Così, nel corso degli scavi, si trovano i frammenti di un bel vaso o di un piatto, frantumato in molti pezzi sparsi sul terreno, probabilmente proprio dove caddero più di ventitrè secoli fa, o una fila di anfore fatte dai nativi ed esposte ad asciugare vicino ad un forno; così ci si imbatte con i resti bruciacchiati di un cancello o una porta di legno, vicino ai perni metallici ed ai chiodi che in un tempo la tenevano assieme o una grande abbondanza di lance o punte di frecce sparse nel posto in cui la lotta sarà infuriata ferocemente negli ultimi giorni fatali di Mozia.

Per le suddette ragioni, Mozia mostra probabilmente più resti di un'antica città fenicia ancora in situ e inviolati, tranne forse che dall'aratro di un agricoltore nel corso del lavoro agricolo, di ogni altra località antica di cui abbiamo conoscenza.

Relativamente poco è stato fatto fino a questo momento per portare alla luce le rovine sepolte di Mozia, ma vi è in corso adesso sull'isola una ricerca sistematica i cui risultati, si spera, potranno conseguire altissimo interesse. Nei prossimi capitoli di questo lavoro ci si propone di dare particolari dettagliati dei predetti risultati ottenuti sinora.

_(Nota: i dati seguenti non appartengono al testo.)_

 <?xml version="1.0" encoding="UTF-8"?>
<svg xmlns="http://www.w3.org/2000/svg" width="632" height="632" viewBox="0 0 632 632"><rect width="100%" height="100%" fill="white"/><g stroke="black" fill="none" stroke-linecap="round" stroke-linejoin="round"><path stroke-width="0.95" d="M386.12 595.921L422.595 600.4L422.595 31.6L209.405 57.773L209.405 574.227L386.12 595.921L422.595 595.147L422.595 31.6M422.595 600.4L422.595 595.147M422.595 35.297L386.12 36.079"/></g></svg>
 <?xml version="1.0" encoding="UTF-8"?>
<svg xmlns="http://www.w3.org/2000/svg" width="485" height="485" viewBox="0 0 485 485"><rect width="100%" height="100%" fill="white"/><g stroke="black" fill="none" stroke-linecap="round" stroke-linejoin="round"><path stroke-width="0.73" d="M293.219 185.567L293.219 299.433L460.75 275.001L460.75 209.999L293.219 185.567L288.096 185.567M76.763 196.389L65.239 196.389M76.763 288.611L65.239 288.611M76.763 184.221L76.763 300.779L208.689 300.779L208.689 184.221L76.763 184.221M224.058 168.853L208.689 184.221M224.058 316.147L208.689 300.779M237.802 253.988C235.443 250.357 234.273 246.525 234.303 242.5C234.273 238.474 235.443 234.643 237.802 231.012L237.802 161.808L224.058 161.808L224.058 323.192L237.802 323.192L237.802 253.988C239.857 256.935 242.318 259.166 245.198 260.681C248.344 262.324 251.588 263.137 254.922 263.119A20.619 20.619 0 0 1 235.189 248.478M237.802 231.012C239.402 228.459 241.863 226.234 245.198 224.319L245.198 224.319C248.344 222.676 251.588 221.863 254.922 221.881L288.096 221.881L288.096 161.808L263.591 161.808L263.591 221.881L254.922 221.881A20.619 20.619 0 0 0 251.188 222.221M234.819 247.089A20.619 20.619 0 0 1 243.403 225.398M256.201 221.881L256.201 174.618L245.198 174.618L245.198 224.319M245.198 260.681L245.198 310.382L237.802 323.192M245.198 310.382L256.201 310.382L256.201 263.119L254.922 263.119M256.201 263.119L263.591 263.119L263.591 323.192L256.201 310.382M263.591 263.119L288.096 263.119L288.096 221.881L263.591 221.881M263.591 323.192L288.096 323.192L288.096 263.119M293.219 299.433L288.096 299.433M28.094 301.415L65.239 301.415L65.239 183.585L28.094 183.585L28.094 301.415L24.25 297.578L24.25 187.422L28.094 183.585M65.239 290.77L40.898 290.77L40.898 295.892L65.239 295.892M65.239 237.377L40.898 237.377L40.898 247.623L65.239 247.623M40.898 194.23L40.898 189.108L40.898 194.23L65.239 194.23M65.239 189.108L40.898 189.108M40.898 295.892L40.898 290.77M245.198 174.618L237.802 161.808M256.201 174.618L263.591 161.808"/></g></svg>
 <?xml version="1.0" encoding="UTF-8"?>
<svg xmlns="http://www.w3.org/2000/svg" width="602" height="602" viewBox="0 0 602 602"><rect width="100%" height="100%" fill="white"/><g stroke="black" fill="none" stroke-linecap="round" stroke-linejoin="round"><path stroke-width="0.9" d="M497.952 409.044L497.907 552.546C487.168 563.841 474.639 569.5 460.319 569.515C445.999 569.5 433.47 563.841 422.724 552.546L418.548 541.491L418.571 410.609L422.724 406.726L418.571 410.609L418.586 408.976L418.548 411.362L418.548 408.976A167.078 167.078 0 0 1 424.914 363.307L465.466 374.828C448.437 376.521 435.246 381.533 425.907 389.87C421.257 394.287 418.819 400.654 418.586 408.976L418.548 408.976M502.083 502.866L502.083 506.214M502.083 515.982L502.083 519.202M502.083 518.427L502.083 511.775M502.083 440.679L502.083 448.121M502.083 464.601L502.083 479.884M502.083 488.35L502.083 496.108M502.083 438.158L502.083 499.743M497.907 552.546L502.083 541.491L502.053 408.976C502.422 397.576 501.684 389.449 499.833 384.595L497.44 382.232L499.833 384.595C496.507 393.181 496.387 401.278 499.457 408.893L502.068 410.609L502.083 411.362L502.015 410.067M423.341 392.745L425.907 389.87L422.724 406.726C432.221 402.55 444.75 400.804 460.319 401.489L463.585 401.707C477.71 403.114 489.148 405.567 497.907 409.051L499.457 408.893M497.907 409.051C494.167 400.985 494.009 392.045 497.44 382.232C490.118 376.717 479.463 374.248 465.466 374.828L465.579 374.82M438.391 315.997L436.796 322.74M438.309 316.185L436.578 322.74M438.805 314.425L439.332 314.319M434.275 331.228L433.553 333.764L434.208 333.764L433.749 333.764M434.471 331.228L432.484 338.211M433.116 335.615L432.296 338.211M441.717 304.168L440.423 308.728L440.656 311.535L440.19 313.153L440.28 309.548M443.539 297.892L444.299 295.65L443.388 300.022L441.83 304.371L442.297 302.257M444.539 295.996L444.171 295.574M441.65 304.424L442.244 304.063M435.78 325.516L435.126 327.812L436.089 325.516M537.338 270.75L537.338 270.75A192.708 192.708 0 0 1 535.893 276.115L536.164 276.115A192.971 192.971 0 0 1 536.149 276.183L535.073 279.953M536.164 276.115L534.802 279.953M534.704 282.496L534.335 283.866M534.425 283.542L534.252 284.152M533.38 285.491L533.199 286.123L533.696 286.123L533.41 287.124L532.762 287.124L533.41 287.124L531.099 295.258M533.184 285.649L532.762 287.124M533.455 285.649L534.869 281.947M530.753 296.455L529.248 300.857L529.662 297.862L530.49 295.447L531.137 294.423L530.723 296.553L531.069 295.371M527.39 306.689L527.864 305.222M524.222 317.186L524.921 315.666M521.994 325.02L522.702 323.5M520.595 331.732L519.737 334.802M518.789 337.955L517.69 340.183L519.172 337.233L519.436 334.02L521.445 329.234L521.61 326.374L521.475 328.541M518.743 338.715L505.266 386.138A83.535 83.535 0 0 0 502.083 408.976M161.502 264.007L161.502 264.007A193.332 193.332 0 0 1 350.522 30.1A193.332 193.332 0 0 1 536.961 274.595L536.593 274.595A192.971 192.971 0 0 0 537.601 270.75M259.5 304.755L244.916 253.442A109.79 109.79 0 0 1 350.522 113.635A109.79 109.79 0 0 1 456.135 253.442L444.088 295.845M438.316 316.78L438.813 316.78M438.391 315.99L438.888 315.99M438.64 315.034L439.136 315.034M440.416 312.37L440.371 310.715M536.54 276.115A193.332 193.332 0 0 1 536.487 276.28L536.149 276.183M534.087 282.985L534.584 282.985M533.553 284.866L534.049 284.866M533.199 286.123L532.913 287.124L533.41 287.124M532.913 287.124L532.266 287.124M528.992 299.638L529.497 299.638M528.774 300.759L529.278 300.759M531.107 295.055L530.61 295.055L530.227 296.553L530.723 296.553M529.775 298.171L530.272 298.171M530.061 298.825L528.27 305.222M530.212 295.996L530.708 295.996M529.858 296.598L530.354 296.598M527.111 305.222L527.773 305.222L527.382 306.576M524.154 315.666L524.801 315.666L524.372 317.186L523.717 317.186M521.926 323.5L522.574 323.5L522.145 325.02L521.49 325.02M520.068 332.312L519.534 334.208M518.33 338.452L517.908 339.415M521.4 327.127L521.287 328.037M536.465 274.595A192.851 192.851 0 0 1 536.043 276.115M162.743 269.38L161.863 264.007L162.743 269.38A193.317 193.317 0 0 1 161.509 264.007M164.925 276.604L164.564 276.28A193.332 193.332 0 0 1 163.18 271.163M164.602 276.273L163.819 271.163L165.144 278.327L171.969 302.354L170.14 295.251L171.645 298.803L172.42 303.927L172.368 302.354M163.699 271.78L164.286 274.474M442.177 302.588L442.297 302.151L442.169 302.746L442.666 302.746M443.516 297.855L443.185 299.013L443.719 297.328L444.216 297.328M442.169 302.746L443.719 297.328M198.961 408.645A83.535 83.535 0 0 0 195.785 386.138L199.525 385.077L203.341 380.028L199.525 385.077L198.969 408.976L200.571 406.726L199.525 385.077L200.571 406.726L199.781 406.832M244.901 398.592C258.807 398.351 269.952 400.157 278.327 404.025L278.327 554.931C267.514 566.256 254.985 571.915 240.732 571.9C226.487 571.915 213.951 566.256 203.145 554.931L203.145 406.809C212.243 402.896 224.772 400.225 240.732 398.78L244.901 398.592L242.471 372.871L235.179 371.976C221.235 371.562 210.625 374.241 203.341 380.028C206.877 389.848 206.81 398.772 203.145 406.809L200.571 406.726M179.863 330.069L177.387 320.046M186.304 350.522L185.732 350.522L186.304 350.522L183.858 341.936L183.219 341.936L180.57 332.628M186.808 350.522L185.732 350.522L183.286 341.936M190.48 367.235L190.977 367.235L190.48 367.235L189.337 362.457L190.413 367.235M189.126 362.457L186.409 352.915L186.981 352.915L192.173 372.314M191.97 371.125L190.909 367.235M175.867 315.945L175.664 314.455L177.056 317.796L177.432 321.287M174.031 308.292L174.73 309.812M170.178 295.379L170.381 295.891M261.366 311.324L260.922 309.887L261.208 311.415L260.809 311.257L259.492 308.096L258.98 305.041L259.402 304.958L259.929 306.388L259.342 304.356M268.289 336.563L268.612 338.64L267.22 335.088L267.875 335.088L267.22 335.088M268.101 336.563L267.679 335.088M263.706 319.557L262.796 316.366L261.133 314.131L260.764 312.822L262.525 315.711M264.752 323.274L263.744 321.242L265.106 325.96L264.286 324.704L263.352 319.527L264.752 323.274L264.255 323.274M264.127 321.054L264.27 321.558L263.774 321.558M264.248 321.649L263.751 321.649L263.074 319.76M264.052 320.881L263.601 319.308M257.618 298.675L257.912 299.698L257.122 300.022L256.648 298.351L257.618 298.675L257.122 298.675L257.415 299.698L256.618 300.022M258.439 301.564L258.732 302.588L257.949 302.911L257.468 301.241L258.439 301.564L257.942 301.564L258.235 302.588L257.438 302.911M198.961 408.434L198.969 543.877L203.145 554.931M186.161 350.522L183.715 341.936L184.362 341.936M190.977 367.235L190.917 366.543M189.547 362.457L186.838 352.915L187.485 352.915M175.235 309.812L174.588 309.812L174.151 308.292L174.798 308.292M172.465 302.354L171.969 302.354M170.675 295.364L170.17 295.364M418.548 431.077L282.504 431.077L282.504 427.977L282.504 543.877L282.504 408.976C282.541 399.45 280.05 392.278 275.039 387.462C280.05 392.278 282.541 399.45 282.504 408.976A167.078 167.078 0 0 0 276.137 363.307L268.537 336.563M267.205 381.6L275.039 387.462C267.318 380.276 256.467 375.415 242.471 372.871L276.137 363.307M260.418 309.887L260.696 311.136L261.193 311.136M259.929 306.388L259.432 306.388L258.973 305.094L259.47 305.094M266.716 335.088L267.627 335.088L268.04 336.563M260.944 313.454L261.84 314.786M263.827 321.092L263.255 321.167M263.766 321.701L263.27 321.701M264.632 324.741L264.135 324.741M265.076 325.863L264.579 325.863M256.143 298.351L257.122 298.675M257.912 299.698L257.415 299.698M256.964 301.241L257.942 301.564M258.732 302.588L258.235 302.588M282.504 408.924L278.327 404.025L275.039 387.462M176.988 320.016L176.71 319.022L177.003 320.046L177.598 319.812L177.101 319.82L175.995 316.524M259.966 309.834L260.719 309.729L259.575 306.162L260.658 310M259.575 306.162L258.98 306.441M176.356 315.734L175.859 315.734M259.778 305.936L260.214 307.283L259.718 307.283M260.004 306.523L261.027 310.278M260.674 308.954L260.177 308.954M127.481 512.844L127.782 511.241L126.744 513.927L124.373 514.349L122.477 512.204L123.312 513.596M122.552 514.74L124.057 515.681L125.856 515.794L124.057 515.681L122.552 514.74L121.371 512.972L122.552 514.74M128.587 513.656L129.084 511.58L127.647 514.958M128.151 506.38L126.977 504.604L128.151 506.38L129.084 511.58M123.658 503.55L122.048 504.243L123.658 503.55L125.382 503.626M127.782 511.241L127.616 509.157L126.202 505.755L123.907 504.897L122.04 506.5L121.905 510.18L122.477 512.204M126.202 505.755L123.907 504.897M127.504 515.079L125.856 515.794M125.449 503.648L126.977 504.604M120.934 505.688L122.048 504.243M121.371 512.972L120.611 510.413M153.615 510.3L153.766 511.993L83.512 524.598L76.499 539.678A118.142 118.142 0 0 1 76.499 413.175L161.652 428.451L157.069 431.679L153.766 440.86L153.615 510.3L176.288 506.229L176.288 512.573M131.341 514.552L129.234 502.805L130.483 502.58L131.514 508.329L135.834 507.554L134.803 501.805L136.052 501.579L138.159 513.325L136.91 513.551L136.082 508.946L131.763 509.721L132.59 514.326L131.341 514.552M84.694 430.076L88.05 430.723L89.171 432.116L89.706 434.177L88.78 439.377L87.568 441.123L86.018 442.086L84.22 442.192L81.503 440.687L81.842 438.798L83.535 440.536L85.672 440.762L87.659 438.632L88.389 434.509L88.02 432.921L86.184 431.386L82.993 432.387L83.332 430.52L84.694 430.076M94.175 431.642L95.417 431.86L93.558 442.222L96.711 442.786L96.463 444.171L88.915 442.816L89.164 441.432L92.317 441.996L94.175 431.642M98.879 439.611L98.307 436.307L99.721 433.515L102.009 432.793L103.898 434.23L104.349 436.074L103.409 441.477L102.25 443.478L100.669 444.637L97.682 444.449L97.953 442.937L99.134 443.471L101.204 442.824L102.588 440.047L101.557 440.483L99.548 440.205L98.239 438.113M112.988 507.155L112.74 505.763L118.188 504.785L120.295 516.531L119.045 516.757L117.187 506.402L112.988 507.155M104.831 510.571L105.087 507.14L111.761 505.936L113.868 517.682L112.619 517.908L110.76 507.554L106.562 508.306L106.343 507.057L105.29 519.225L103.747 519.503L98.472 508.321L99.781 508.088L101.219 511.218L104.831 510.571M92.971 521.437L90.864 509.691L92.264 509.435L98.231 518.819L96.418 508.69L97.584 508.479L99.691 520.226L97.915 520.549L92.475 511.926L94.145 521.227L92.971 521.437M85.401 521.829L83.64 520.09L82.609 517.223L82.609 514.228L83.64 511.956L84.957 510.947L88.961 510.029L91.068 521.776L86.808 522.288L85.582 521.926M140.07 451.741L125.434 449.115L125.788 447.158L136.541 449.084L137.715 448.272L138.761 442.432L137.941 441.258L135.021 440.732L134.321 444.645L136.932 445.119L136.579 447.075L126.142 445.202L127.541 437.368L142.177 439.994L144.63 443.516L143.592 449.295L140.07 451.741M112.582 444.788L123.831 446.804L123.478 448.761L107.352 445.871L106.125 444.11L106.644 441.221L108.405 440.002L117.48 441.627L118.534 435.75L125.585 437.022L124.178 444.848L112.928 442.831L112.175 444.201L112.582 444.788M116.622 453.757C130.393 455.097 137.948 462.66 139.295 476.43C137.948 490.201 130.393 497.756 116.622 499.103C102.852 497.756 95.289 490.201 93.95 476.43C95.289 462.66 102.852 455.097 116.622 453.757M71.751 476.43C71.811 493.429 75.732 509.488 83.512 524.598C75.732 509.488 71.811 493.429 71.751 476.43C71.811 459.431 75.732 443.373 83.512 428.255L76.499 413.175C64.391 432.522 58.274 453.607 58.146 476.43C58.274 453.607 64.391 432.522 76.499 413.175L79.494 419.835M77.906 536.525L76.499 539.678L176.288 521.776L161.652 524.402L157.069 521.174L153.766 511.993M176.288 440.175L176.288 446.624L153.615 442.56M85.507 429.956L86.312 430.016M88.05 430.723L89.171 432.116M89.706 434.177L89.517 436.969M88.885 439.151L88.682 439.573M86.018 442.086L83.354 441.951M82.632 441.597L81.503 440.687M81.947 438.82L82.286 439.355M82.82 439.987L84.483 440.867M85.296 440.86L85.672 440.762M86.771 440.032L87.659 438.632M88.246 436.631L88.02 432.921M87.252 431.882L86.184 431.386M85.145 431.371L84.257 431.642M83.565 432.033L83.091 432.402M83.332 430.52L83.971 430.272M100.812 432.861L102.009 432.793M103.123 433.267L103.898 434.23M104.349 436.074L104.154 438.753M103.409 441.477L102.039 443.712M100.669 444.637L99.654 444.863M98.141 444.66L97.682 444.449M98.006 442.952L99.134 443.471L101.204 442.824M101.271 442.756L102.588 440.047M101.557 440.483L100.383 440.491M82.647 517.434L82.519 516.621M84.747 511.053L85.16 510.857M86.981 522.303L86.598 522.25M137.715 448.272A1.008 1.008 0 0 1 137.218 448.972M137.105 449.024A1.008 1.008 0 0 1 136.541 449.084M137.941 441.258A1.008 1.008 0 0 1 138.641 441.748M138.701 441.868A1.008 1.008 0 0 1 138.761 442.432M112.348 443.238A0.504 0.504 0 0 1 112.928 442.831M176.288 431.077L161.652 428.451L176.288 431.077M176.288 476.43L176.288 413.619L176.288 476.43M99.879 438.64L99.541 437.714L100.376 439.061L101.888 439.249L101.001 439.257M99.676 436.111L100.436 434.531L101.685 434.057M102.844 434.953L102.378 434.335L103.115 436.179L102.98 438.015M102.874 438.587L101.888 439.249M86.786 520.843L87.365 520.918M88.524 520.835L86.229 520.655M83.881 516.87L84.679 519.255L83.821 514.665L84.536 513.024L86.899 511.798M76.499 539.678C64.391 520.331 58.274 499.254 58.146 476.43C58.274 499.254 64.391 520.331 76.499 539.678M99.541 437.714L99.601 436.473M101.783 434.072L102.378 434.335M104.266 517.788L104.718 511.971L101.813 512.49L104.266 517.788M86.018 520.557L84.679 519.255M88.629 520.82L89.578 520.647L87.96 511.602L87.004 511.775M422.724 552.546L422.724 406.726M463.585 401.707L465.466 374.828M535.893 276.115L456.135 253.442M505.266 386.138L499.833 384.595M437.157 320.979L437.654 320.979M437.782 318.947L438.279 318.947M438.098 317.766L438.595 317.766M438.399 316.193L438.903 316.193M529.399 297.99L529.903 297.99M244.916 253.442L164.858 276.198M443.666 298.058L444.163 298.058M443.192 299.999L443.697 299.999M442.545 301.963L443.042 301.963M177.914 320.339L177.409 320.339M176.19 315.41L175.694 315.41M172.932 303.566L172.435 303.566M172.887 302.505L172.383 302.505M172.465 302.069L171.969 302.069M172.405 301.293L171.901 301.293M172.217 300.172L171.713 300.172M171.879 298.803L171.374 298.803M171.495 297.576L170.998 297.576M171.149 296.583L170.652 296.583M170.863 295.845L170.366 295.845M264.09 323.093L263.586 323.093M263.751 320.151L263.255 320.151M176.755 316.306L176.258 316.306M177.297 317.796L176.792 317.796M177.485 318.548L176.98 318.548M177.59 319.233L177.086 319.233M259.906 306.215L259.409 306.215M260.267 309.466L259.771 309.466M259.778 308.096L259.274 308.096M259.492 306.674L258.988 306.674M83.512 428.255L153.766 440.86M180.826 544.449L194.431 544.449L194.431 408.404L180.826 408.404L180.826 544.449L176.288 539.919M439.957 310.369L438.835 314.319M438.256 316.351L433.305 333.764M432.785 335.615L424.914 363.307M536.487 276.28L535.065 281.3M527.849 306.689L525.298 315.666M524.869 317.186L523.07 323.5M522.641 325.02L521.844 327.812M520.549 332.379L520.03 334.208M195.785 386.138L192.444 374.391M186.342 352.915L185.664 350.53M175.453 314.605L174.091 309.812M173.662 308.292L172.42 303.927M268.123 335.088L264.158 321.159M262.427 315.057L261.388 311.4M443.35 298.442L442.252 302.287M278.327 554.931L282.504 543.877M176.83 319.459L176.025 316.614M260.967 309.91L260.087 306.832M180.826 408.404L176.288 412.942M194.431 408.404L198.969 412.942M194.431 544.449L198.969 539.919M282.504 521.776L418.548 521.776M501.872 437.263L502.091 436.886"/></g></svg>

Prima di ciò, comunque, sarebbe opportuno dire alcune parole su Lilybaeum continuatrice di Mozia come centro e baluardo della potenza punica nella Sicilia occidentale, e la città con cui in un certo qual modo è collegata la storia di Mozia, o potremmo dire continuata, negli anni successivi. Si potrebbe anche aggiungere, invero, sotto certi aspetti, che Mozia ha continuato a vivere nella nuova città di Lilybaeum. Le sedi della città vecchia e la nuova si trovavano di fronte, sulla costa della stessa baia e soltanto con una stretta fascia di mare tra di loro. I Moziesi che erano riusciti a sfuggire alla morte ed alla schiavitù nelle mani dei Greci trovarono un rifugio nella nuova città. La loro sola presenza colà ha avuto senza dubbio la sua influenza sugli altri abitanti, i nuovi venuti, o da Cartagine o da altre parti della stessa Sicilia, ed è servita a perpetuare, almeno per un po', la vita e i costumi della città perduta. Le stesse mura e le abitazioni della città nuova furono probabilmente costruite in parte con materiali portati dalla isola abbandonata, mentre tutti gli oggetti d'arte e di valore che i saccheggiatosi non poterono portare via saranno stati impiegati per il suo abbellirnento.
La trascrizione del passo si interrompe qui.